Hot Line 2: VICTOR plus VICTOR and VICTORIA
31 Aug 2025
Hot Line ESC Congress 2025 Vericiguat in patients without recent worsening and across a broad spectrum of HFrEF
“Given the positive results from the VICTORIA trial in patients with heart failure with reduced ejection fraction (HFrEF) and a recent worsening event,1 the VICTOR trial was designed to evaluate vericiguat in HFrEF patients without recent worsening who received more contemporary background therapy,” commented Professor Faiez Zannad (Université de Lorraine - Vandoeuvre-Les-Nancy, France).
In the double-blind phase III trial, patients from more than 40 countries were enrolled if they had LVEF ≤40%, NYHA class II–IV symptoms on guideline-directed medical therapy and no recent HF hospitalisation within 6 months or outpatient IV diuretic use within 3 months. NT-proBNP levels were required to be 600–6,000 pg/ml for patients in sinus rhythm and 900–6,000 pg/ml for those in atrial fibrillation. Participants were randomised to vericiguat (starting dose of 2.5 mg titrated to a 10-mg target dose) or to matching placebo.
The 6,105 randomised patients had a mean age of 67 years and 23.6% were female, with almost half (47.5%) having not had prior hospitalisation for HF.
Over 18.5 months median follow-up, the primary outcome event – CV death or HF hospitalisation – occurred in 18.0% of patients with vericiguat and 19.1% with placebo (hazard ratio [HR] 0.93; 95% CI 0.83 to 1.04; p=0.22).
CV death occurred in 9.6% of patients with vericiguat and 11.3% with placebo (HR 0.83; 95% CI 0.71 to 0.97), while hospitalisation for HF occurred in 11.4% and 11.9% of patients, respectively (HR 0.95; 95% CI 0.82 to 1.10). All-cause death occurred in 12.3% of patients with vericiguat and 14.4% of patients with placebo (HR 0.84; 95% CI 0.74 to 0.97).
Discussing the main findings, Prof. Zannad said: “Although vericiguat did not improve the primary composite, there were fewer CV deaths with vericiguat and this translated into fewer all-cause deaths. The risk of HF hospitalisation was not reduced, which may be due, at least in part, to the high use of contemporary HF therapies and the low proportion of recent hospitalisations.”

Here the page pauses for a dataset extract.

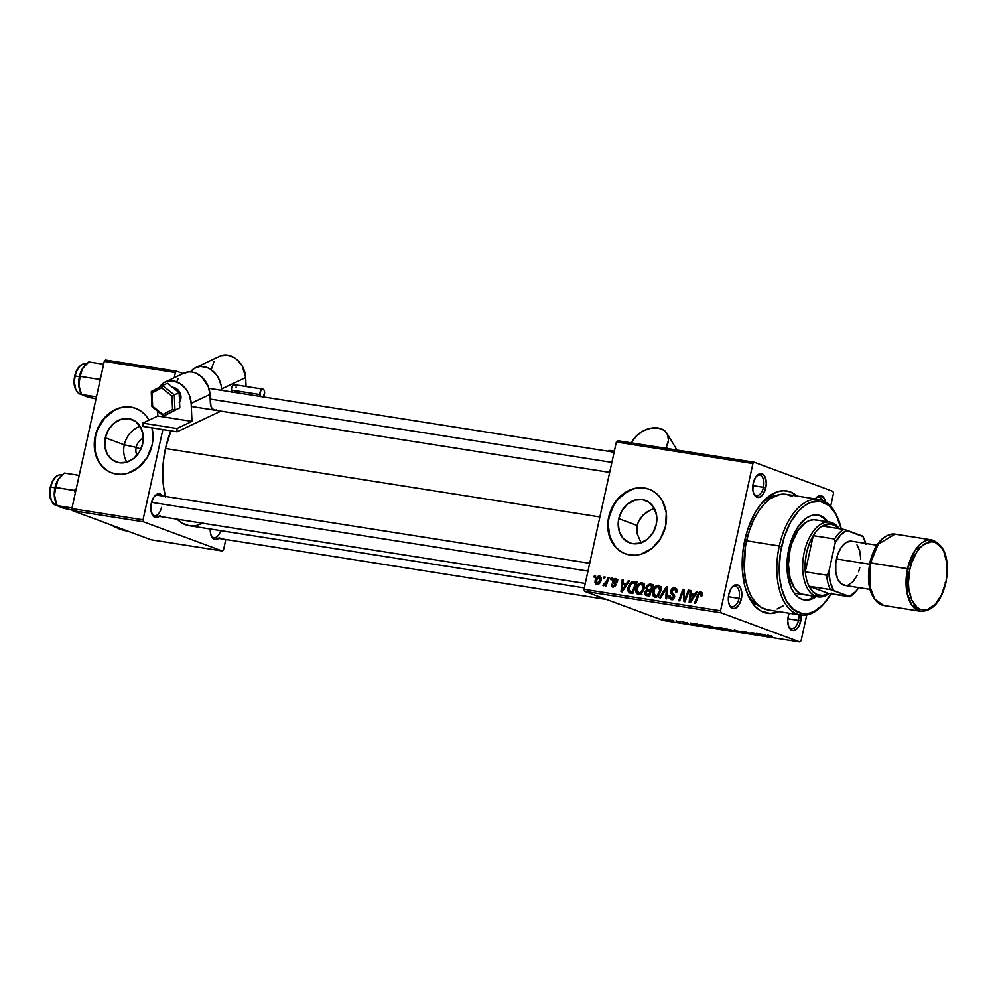 <?xml version="1.0" encoding="UTF-8"?>
<svg xmlns="http://www.w3.org/2000/svg" width="997" height="997" viewBox="0 0 997 997"><rect width="100%" height="100%" fill="white"/><g stroke="black" fill="none" stroke-linecap="round" stroke-linejoin="round"><path stroke-width="1.5" d="M136.203 447.366A12.039 10.02 -69.7 0 0 136.925 455.355A12.039 10.02 110.3 0 1 136.203 447.366L140.901 449.099L136.203 447.366A12.039 10.02 110.3 0 1 143.331 438.044A12.039 10.02 -69.7 0 0 136.203 447.366L124.313 444.824L136.203 447.366M126.893 462.134A22.644 18.831 110.3 0 1 124.313 444.824A22.644 18.831 -69.7 0 0 126.893 462.134M105.283 437.77L124.313 444.824L105.283 437.77L108.561 429.57L114.181 423.064L121.31 419.251L128.837 418.703L135.642 421.507L140.664 427.239L143.144 435.016L142.721 443.665A22.644 18.831 110.3 0 1 116.138 461.947A22.644 18.831 110.3 0 1 105.283 437.77A22.644 18.831 110.3 0 1 131.866 419.488A22.644 18.831 110.3 0 1 142.721 443.665L139.443 451.865L133.81 458.371L126.694 462.197L119.154 462.745L112.362 459.941L107.34 454.208L104.847 446.419L105.283 437.77M135.779 408.384A34.409 28.626 -69.7 0 0 95.55 436.237L95.189 436.1A34.409 28.626 110.3 0 1 135.592 408.321A34.409 28.626 110.3 0 1 149.014 420.198L145.562 415.25L141.325 411.387L136.415 408.633L131.006 407.125L125.31 406.888L119.553 407.947L113.957 410.266L104.074 418.266L97.17 429.657L95.189 436.1L94.541 449.248L98.317 461.088L101.719 465.923L105.956 469.786L110.879 472.541L116.288 474.049L121.97 474.285L127.728 473.226L138.558 467.419L147.107 457.536L152.092 445.073A34.409 28.626 110.3 0 1 111.689 472.852A34.409 28.626 110.3 0 1 95.189 436.1L95.55 436.237A34.409 28.626 -69.7 0 0 111.876 472.927M641.133 542.792L637.145 533.644L637.233 525.506L618.788 518.664A22.644 18.831 110.3 0 1 645.383 500.382A22.644 18.831 110.3 0 1 656.238 524.572L652.96 532.772L647.327 539.277L640.199 543.091L632.671 543.639L629.107 542.642L623.088 538.293L619.262 531.401L618.215 523.026L618.788 518.664L622.066 510.464L627.699 503.959L634.827 500.145L642.355 499.597L649.147 502.401L654.169 508.134L656.662 515.923L656.238 524.572A22.644 18.831 110.3 0 1 629.643 542.854A22.644 18.831 110.3 0 1 618.788 518.664L637.233 525.506L637.145 533.644L641.208 542.891M649.296 489.29A34.409 28.626 -69.7 0 0 609.067 517.131L608.706 517.007A34.409 28.626 110.3 0 1 649.109 489.215A34.409 28.626 110.3 0 1 665.61 525.967L666.258 512.819L662.482 500.993L659.079 496.157L654.842 492.281L649.919 489.539L644.511 488.019L638.828 487.795L633.07 488.854L622.24 494.649L613.691 504.544L610.687 510.564L607.821 523.624L608.058 530.155L611.834 541.982L615.236 546.817L619.473 550.693L624.384 553.435L629.792 554.955L635.488 555.179L641.245 554.12L652.075 548.325L660.625 538.43L665.61 525.967A34.409 28.626 110.3 0 1 625.206 553.759A34.409 28.626 110.3 0 1 608.706 517.007L609.067 517.131A34.409 28.626 -69.7 0 0 625.393 553.821M801.252 615.124A12.039 6.593 -81 0 1 800.778 620.981L798.46 620.421A10.319 5.646 99 0 0 798.809 614.75A10.319 5.646 -81 0 1 798.46 620.421L787.854 618.751L798.46 620.421A10.319 5.646 -81 0 1 791.493 628.633A10.319 5.646 -81 0 1 788.54 626.228A10.319 5.646 99 0 0 798.46 620.421L800.778 620.981A12.039 6.593 -81 0 1 795.157 630.104A12.039 6.593 -81 0 1 788.839 626.988A12.039 6.593 -81 0 1 788.253 616.333L787.742 620.994L788.889 627.113L790.771 629.693L793.213 630.603L797.126 628.584L799.32 625.281L801.164 618.651L801.152 614.077M729.106 604.207A10.319 5.646 99 0 0 739.026 598.399L741.344 598.96A12.039 6.593 -81 0 1 735.711 608.083A12.039 6.593 -81 0 1 729.405 604.967A12.039 6.593 -81 0 1 728.807 594.324L728.433 601.216L729.455 605.092L732.508 608.357L735.101 608.344L738.852 605.079L741.344 598.96L741.855 594.299L740.696 588.193L738.827 585.6L735.063 584.927L731.299 588.205L728.807 594.324A12.039 6.593 -81 0 1 732.234 586.971A12.039 6.593 -81 0 1 739.762 586.585A12.039 6.593 -81 0 1 741.344 598.96L739.026 598.399A10.319 5.646 -81 0 1 732.047 606.612A10.319 5.646 -81 0 1 729.106 604.207M753.533 493.104A10.319 5.646 99 0 0 763.453 487.296L765.771 487.857A12.039 6.593 -81 0 1 760.138 496.98A12.039 6.593 -81 0 1 753.832 493.864A12.039 6.593 -81 0 1 753.246 483.209L752.86 490.113L753.882 493.989L755.763 496.568L759.527 497.241L763.291 493.976L765.771 487.857L766.282 483.196L765.123 477.089L763.253 474.497L759.49 473.824L755.726 477.089L753.246 483.209A12.039 6.593 -81 0 1 756.673 475.856A12.039 6.593 -81 0 1 764.188 475.482A12.039 6.593 -81 0 1 765.771 487.857L763.453 487.296A10.319 5.646 -81 0 1 756.474 495.509A10.319 5.646 -81 0 1 753.533 493.104M728.421 596.729L739.026 598.399L728.421 596.729M752.847 485.626L763.453 487.296L752.847 485.626M151.581 513.218A10.319 5.646 99 0 0 161.502 507.423A10.319 5.646 -81 0 1 154.523 515.623A10.319 5.646 -81 0 1 151.581 513.218M159.296 516.384A12.039 6.593 -81 0 1 151.88 513.991A12.039 6.593 -81 0 1 151.282 503.335L150.908 510.227L152.778 515.586L156.255 517.593L160.168 515.574M211.015 535.239A10.319 5.646 99 0 0 220.636 530.628A10.319 5.646 -81 0 1 213.969 537.645A10.319 5.646 -81 0 1 211.015 535.239M218.742 538.405A12.039 6.593 -81 0 1 211.314 536A12.039 6.593 -81 0 1 210.242 528.996L210.741 534.317L213.246 538.704L215.688 539.614L219.602 537.595M746.927 592.717A56.779 31.069 99 0 0 759.353 606.126A56.779 31.069 -81 0 1 746.927 592.717M778.906 611.61A61.939 33.898 -81 0 1 747.825 594.935A61.939 33.898 -81 0 1 744.784 540.162L742.815 552.139L742.341 569.96L744.859 586.248L748.099 595.545L754.978 606.276L760.674 610.874L770.307 613.504L778.906 611.61M170.911 430.804A65.378 35.78 99 0 0 165.465 448.513L599.882 516.945L165.465 448.513L163.396 461.162L162.71 473.799L163.433 485.963L165.552 497.167M584.516 591.296L721.068 612.806L799.843 641.981L663.292 620.47L584.516 591.296L583.98 589.289L616.358 442.032L752.922 463.543L720.544 610.8L583.98 589.289L616.358 442.032L617.617 440.699L754.181 462.209L832.956 491.384L833.48 493.39L830.663 506.214L833.48 493.39L832.956 491.384L754.181 462.209L617.617 440.699L616.358 442.032L752.922 463.543L754.181 462.209L752.922 463.543L720.544 610.8L721.068 612.806L720.544 610.8L583.98 589.289L584.516 591.296L663.292 620.47L799.843 641.981L721.068 612.806L584.516 591.296M679.019 621.231L680.739 621.692L679.019 621.231M672.04 620.134L673.748 620.595L672.04 620.134M717.329 628.422L709.789 626.066L707.845 626.141L710.948 627.337L717.342 628.284L709.789 626.066C707.309 625.767 707.085 625.991 709.091 626.727L717.379 628.359M696.267 623.948L690.136 622.988L699.034 625.717L697.389 624.134L690.136 622.988L699.034 625.717L696.267 623.948M717.578 627.312L716.145 627.35L719.834 628.771L726.152 629.992L721.566 627.936L716.669 627.574L726.152 629.992L721.566 627.936L716.669 627.574M734.328 629.942L736.247 631.587L737.356 631.762L735.724 630.353L743.438 632.721L734.328 629.942L736.247 631.587L737.356 631.762L735.724 630.353L743.438 632.721L734.328 629.942M772.014 636.161L767.378 635.251L771.267 637.095L768.637 635.538L772.388 636.31L767.914 635.6L772.314 637.27L769.073 635.812L772.014 636.161M756.212 633.394L760.138 635.139L750.866 632.559L755.452 634.603L752.561 633.02L761.82 635.612L757.259 633.556L760.138 635.139L750.866 632.559L755.452 634.603L752.561 633.02L761.82 635.612L756.212 633.394M764.425 634.69L758.293 633.718L765.92 636.26L767.179 636.46L765.546 634.865L758.293 633.718L765.92 636.26L767.179 636.46L764.425 634.69M742.329 631.188L748.373 633.232L743.7 632.472L749.682 633.569L742.017 631.525L747.526 632.459L744.123 631.512L741.045 631.375L748.149 633.132L743.288 632.322L749.146 633.282L742.329 631.188M733.879 631.026L726.339 628.671L724.333 628.683L726.788 629.73L733.929 630.976L726.339 628.671C723.872 628.372 723.635 628.596 725.642 629.331L733.929 630.976M687.469 622.876L681.973 621.841L686.846 623.449L683.119 622.066L687.469 622.876L682.334 622.016L687.569 623.574L683.319 622.165L687.469 622.876M702.062 624.87L699.72 624.695L701.489 625.642L709.602 627.387L705.016 625.331L700.617 624.67L701.09 625.493L709.602 627.387L702.062 624.87M667.292 619.374L665.797 619.336L667.678 620.171L672.751 621.019L667.292 619.374C665.435 619.149 665.298 619.324 666.881 619.91L671.205 620.994C673.137 621.218 673.262 621.031 671.579 620.433L667.292 619.374C665.435 619.149 665.298 619.324 666.881 619.91L666.881 619.91M676.028 620.757L678.047 621.729L677.162 621.891L680.415 622.427L676.028 620.757L677.162 621.891L680.415 622.427L676.028 620.757M662.469 618.626L664.189 619.087L662.469 618.626M806.76 614.937L801.102 640.647L799.843 641.981L801.102 640.647L806.76 614.937M611.086 577.973L610.476 579.606L611.535 579.78L612.121 578.135L611.086 577.973L612.058 578.335L611.086 577.973L610.476 579.606L611.535 579.78L612.121 578.135L611.086 577.973M604.107 576.877L603.497 578.509L604.556 578.671L605.142 577.039L604.107 576.877L605.067 577.226L604.107 576.877L603.497 578.509L604.556 578.671L605.142 577.039L604.107 576.877M641.968 582.684L639.002 583.669L636.46 587.632L636.148 592.455L638.043 594.474L641.407 593.589L643.9 589.651L644.261 584.94L641.968 582.684C638.878 583.033 636.933 585.077 636.136 588.803C635.413 591.757 636.173 593.676 638.429 594.561L641.769 593.252L644.274 588.28C644.922 585.401 644.162 583.532 641.968 582.684L642.492 582.809M628.334 580.69L626.415 583.694L622.876 583.133L623.25 579.893L622.203 579.731L620.994 591.657L622.253 591.857L629.456 580.865L628.334 580.69L629.331 581.064L628.334 580.69L626.415 583.694L622.876 583.133L623.25 579.893L622.203 579.731L620.994 591.657L622.253 591.857L629.456 580.865L628.334 580.69M649.645 584.043L646.48 585.924L645.882 587.993L646.704 589.8L644.585 593.277L645.495 595.309L649.371 596.119L653.633 584.678L649.645 584.043L653.371 585.401L649.645 584.043L645.981 587.245L646.704 589.8L644.698 592.442L645.495 595.309L649.371 596.119L653.633 584.678L649.645 584.043M666.395 586.685L659.466 597.714L660.587 597.888L666.519 588.442L665.622 598.686L666.669 598.848L667.716 586.897L666.395 586.685L667.691 587.171L666.395 586.685L659.466 597.714L660.587 597.888L666.519 588.442L665.622 598.686L666.669 598.848L667.716 586.897L666.395 586.685M700.405 593.302L702.137 595.246L701.165 594.885L700.841 595.894L701.913 595.907L701.9 592.517L700.255 591.931L698.785 592.704L694.498 603.235L695.545 603.397L699.445 593.614L700.829 593.477L700.841 595.894L701.913 595.907L700.766 591.944L697.613 594.848L694.498 603.235L695.545 603.397L698.561 595.296L700.405 593.302L702.349 594L700.791 593.452M688.279 590.137L684.715 599.845L684.029 589.464L682.933 589.289L678.67 600.742L679.717 600.904L683.294 591.184L683.954 601.577L685.051 601.739L689.326 590.299L688.279 590.137L689.251 590.498L688.279 590.137L684.715 599.845L684.029 589.464L682.933 589.289L678.67 600.742L679.717 600.904L683.294 591.184L683.954 601.577L685.051 601.739L689.326 590.299L688.279 590.137M696.492 591.433L694.56 594.424L691.021 593.876L691.395 590.623L690.348 590.461L689.139 602.387L690.41 602.587L697.613 591.607L696.492 591.433L697.476 591.794L696.492 591.433L694.56 594.424L691.021 593.876L691.395 590.623L690.348 590.461L689.139 602.387L690.41 602.587L697.613 591.607L696.492 591.433M671.467 598.35L673.461 599.085L671.467 598.35L670.084 595.645L669.024 595.595L670.009 595.969L668.962 595.857L669.972 596.231L668.962 595.857L671.131 599.708L674.595 597.041L671.691 590.81L674.134 589.165L676.913 590.897L675.767 590.473L675.742 591.857L676.726 592.23L675.654 592.243L676.714 592.255C677.299 589.75 676.564 588.267 674.508 587.806L672.103 588.38L670.532 591.296L670.894 593.315L673.523 596.081L673.361 597.49L671.106 598.262L670.084 595.645L669.024 595.595L669.236 598.449L672.24 599.696L674.421 597.664L674.371 594.873L671.729 591.882L672.314 589.676L675.131 589.551L675.654 592.243L676.714 592.255L676.651 589.239L674.832 587.869L675.866 588.317L674.508 587.806L670.632 590.76L673.548 596.929L671.068 598.25M658.531 585.289L655.552 586.273L653.01 590.249L652.699 595.059L654.593 597.078L657.958 596.194L660.463 592.268L660.874 587.756L658.531 585.289C655.428 585.65 653.484 587.682 652.686 591.408C651.963 594.362 652.736 596.281 654.979 597.166L658.332 595.857L660.824 590.897C661.472 588.006 660.712 586.149 658.531 585.289L659.042 585.413M613.367 586.199L614.887 586.759L613.367 586.199L612.37 584.317L611.298 584.304L612.32 584.678L611.298 584.304L613.093 587.258L615.797 585.177L613.703 580.678L615.348 579.593L616.37 581.949L617.442 581.961L617.467 580.005L616.121 578.646L613.816 578.883L612.644 580.615L612.831 582.248L614.75 584.416L614.526 585.663L613.105 586.136L612.37 584.317L611.298 584.304L612.22 586.971L615.186 586.473L615.81 584.08L613.791 580.404L615.722 579.693L616.37 581.949L617.467 581.812L615.635 578.534L612.644 580.615L614.763 584.491L613.08 586.124L614.825 586.772M634.129 581.6L631.213 582.211L628.546 585.825L627.761 590.648L629.244 592.841L632.821 593.514L637.083 582.074L632.472 581.637L627.936 587.781L629.107 592.779L632.821 593.514L637.083 582.074L634.129 581.6M599.484 575.992L597.116 576.852L595.334 579.855L594.96 582.672L596.455 584.628L599.147 583.806L600.954 580.69L601.104 577.313L599.484 575.992C597.116 576.291 595.658 577.874 595.097 580.74L596.729 584.678C599.147 584.392 600.643 582.759 601.191 579.768L599.907 576.092M608.095 577.5L605.802 583.046L604.593 584.317L603.621 584.068L603.197 585.6L605.653 584.105L605.005 585.825L606.051 585.999L609.142 577.662L608.095 577.5L609.067 577.861L608.095 577.5L606.824 580.827L602.911 585.339L603.546 585.762L605.653 584.105L605.005 585.825L606.051 585.999L609.142 577.662L608.095 577.5M594.536 575.369L593.925 577.001L594.985 577.163L595.57 575.531L594.536 575.369L595.496 575.73L594.536 575.369L593.925 577.001L594.985 577.163L595.57 575.531L594.536 575.369M653.783 508.719L649.994 510.227L653.783 508.719M646.455 512.296L649.994 510.227L643.264 514.913L646.455 512.296M640.572 518.041L643.264 514.913L638.529 521.593L640.572 518.041M637.233 525.506L638.529 521.593L637.233 525.506M760.873 504.183A56.779 31.069 -81 0 1 776.825 495.26A56.779 31.069 99 0 0 760.873 504.183M72.42 510.614L143.543 521.817L222.319 551.005L151.195 539.801L72.42 510.614L71.896 508.607L104.274 361.363L175.397 372.566L174.263 377.726L175.397 372.566L176.656 371.22L183.024 373.576L176.656 371.22L105.532 360.017L176.656 371.22L175.397 372.566L104.274 361.363L105.532 360.017L104.274 361.363L71.896 508.607L143.02 519.811L71.896 508.607L72.42 510.614L151.195 539.801L222.319 551.005L143.543 521.817L143.02 519.811L162.86 429.545L143.02 519.811L143.543 521.817L72.42 510.614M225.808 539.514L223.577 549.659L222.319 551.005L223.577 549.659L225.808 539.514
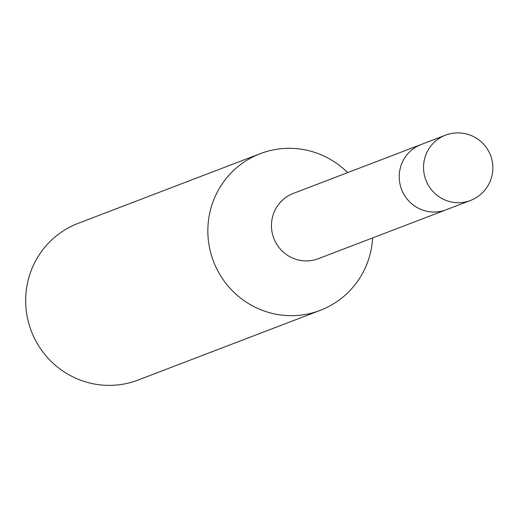 <?xml version="1.0" encoding="UTF-8"?>
<svg xmlns="http://www.w3.org/2000/svg" width="518" height="518" viewBox="0 0 518 518"><rect width="100%" height="100%" fill="white"/><g stroke="black" fill="none" stroke-linecap="round" stroke-linejoin="round"><path stroke-width="0.78" d="M450.22 133.773A34.952 34.272 69.1 0 0 445.409 135.211L293.33 193.408A34.952 34.272 69.1 0 0 272.326 233.404A34.952 34.272 69.1 0 0 318.311 258.696L446.082 209.803A34.952 34.272 69.1 0 1 400.097 184.512A34.952 34.272 69.1 0 1 421.102 144.516A34.952 34.272 69.1 0 0 410.191 151.314A34.952 34.272 69.1 0 0 404.487 195.312A34.952 34.272 69.1 0 0 446.082 209.803L470.389 200.505A34.952 34.952 0 0 0 491.388 157.841A34.952 34.952 0 0 0 445.409 135.211A34.952 34.272 69.1 0 0 434.498 142.016A34.952 34.272 69.1 0 0 427.538 183.78A34.952 34.272 69.1 0 0 465.578 201.942A34.952 34.272 69.1 0 0 470.389 200.505M347.662 172.617A83.89 82.258 69.1 0 0 271.872 150.188A83.89 82.258 69.1 0 0 260.327 153.639A83.89 82.258 69.1 0 0 209.926 249.624A83.89 82.258 69.1 0 0 308.747 313.791A83.89 82.258 69.1 0 0 320.292 310.334A83.89 82.258 69.1 0 0 372.643 237.904M260.327 153.639L78.153 223.349A83.89 82.258 69.1 0 0 29.319 325.278A83.89 82.258 69.1 0 0 126.567 383.495A83.89 82.258 69.1 0 0 138.112 380.044L320.292 310.334"/></g></svg>

Professor Javed Butler (Baylor Scott and White Research Institute - Dallas, USA) then presented a prespecified analysis of patient-level data from the VICTORIA and VICTOR trials.
Across 11,155 patients, vericiguat significantly reduced CV mortality or HF hospitalisation vs. placebo (HR 0.91; 95% CI 0.85 to 0.98; p=0.009).
Similar reductions were observed for CV mortality (HR 0.89; 95% CI 0.80 to 0.98; p=0.020) and HF hospitalisation (HR 0.92; 95% CI 0.84 to 1.00; p=0.043). Vericiguat was also associated with a significant reduction in all-cause mortality (HR 0.90; 95% CI 0.82 to 0.99; p=0.025). The effects of vericiguat on the primary endpoint were most pronounced in the 88.7% of participants with baseline NT-proBNP ≤6,000 pg/ml (HR 0.86; 95% CI 0.79 to 0.84; p=0.012).
Prof. Butler concluded, saying: “The cumulative evidence from pooling the VICTOR and VICTORIA trials affirms that vericiguat improved outcomes, including mortality, across the broad range of well-treated patients with HFrEF, with the clearest benefit observed in those with NT-proBNP ≤6,000 pg/ml. With once-a-day administration and a favourable safety profile, vericiguat may provide a valuable option for patients across the spectrum of HFrEF severity.”
References
- Armstrong PW, et al. N Engl J Med. 2020;382:1883–1893.